*** Data for the task Section Begins ***

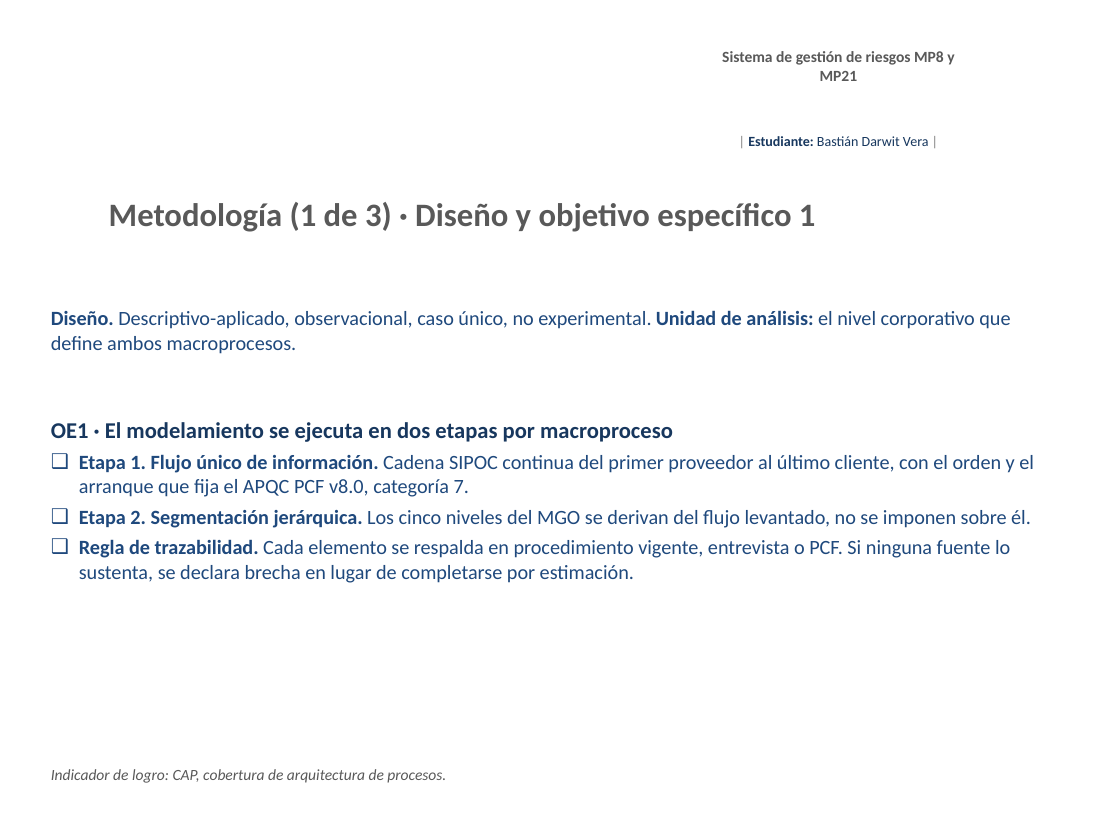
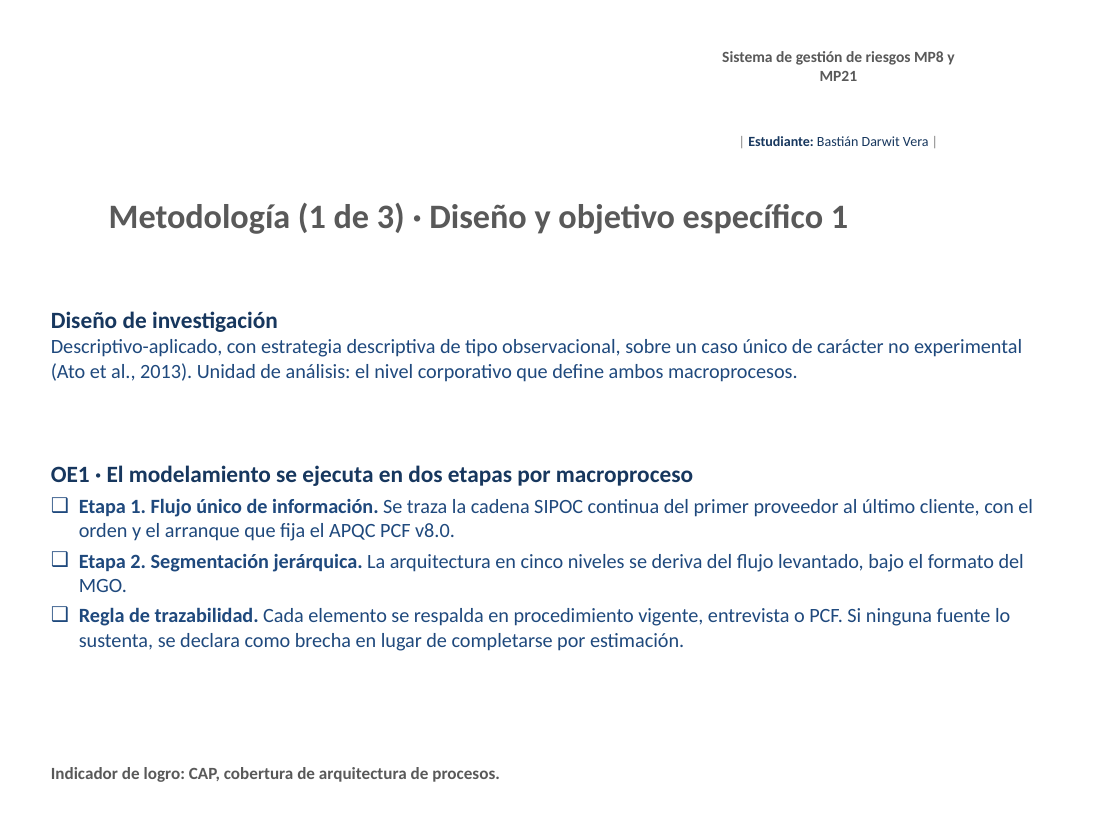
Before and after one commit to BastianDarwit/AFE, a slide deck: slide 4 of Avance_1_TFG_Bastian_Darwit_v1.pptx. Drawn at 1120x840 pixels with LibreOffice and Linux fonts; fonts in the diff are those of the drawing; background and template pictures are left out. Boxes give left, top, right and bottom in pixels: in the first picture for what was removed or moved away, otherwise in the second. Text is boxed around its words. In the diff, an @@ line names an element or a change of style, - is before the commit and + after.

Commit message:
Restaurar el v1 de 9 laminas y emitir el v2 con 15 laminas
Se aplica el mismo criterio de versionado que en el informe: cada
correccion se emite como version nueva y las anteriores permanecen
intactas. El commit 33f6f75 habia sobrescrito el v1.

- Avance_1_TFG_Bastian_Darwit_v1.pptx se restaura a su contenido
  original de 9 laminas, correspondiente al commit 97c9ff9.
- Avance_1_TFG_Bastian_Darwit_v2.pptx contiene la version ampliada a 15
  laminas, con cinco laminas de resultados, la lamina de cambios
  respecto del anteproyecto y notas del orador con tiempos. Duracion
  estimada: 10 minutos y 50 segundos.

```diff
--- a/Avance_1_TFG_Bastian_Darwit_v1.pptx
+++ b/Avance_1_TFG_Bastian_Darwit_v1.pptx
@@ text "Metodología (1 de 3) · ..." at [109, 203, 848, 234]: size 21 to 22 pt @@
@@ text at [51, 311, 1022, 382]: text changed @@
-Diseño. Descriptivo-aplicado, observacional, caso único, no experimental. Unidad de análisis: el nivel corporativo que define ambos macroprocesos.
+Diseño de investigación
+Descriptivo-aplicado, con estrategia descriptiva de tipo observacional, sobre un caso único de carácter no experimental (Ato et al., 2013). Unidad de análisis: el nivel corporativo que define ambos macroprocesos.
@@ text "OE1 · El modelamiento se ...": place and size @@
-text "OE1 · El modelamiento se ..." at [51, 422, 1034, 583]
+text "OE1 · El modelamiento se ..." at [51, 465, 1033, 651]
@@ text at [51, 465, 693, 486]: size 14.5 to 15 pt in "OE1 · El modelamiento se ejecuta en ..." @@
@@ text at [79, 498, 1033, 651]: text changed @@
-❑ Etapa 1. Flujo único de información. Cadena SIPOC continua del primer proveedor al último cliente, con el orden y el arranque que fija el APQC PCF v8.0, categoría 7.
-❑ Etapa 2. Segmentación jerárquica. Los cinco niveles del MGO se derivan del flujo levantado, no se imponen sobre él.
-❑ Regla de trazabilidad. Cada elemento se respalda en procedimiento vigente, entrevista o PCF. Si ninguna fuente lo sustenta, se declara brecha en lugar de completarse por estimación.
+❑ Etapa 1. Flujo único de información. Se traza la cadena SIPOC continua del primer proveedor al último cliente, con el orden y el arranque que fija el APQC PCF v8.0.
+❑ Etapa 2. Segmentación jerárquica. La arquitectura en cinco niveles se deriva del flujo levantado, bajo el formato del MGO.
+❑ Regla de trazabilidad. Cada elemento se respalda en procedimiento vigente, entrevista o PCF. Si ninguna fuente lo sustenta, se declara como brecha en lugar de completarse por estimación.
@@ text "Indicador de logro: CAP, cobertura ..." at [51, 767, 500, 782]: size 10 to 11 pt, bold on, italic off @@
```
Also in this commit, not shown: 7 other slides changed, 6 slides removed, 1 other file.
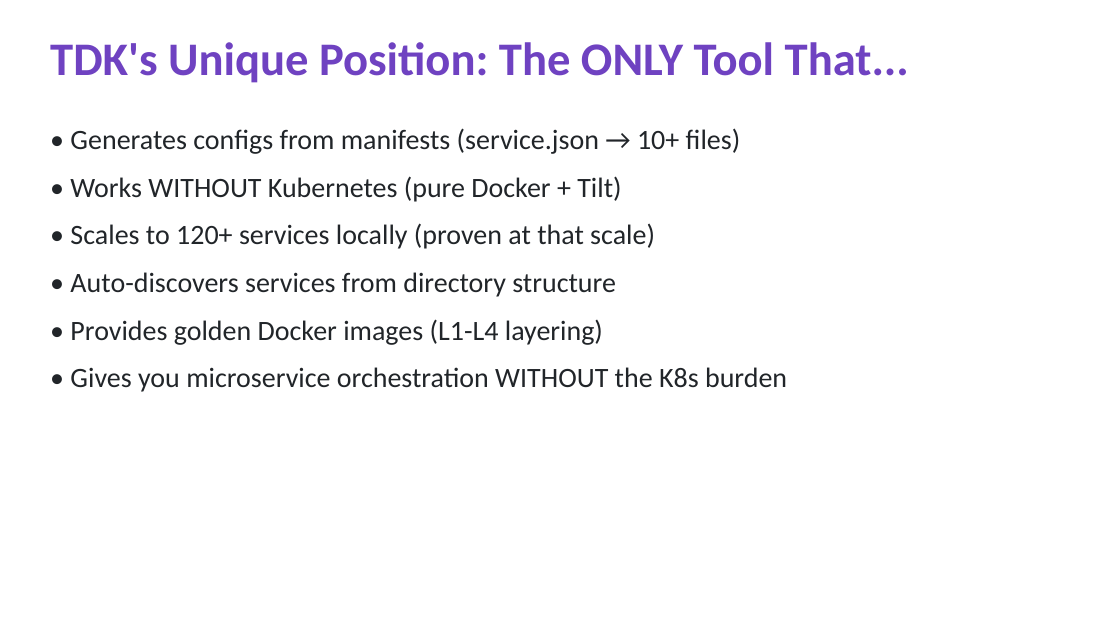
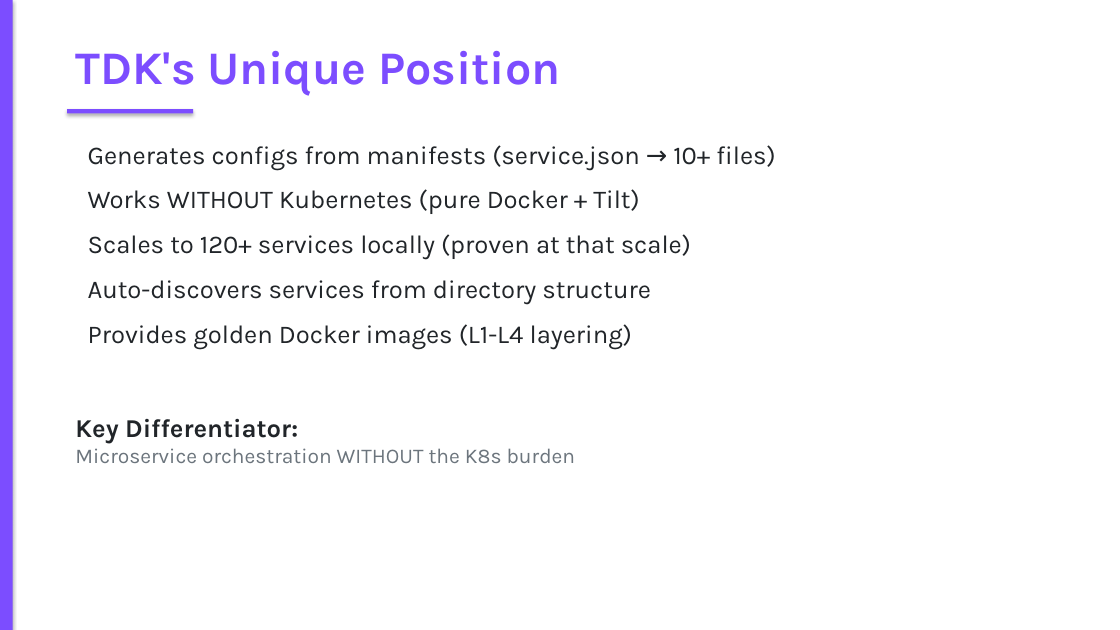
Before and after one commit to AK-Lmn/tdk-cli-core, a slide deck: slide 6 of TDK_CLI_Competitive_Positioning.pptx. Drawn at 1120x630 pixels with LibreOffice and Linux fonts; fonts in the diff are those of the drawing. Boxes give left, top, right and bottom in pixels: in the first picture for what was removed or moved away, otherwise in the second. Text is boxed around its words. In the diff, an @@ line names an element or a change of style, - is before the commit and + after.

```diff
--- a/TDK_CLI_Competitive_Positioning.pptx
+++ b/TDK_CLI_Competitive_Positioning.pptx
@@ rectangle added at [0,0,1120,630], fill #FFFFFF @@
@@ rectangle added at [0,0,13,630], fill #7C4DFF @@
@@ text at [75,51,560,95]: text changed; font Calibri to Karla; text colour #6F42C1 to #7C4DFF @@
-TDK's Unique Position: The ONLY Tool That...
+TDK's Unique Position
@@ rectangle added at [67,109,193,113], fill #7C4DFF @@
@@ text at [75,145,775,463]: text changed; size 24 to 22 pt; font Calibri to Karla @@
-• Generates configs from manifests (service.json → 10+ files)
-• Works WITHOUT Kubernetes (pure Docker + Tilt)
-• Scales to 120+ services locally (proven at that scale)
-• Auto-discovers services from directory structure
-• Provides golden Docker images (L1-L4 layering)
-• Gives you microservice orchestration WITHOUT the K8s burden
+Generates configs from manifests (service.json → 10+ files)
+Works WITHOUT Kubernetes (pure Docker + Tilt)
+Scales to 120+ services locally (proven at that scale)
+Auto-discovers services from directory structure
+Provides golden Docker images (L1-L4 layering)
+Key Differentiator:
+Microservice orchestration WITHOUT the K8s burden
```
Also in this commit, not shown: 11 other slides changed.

*** Data for the task Section Ends ***

Using the word "ninguna" as the filter, copy each matching line from the material.

▶ **Your response**
-❑ Regla de trazabilidad. Cada elemento se respalda en procedimiento vigente, entrevista o PCF. Si ninguna fuente lo sustenta, se declara brecha en lugar de completarse por estimación.
+❑ Regla de trazabilidad. Cada elemento se respalda en procedimiento vigente, entrevista o PCF. Si ninguna fuente lo sustenta, se declara como brecha en lugar de completarse por estimación.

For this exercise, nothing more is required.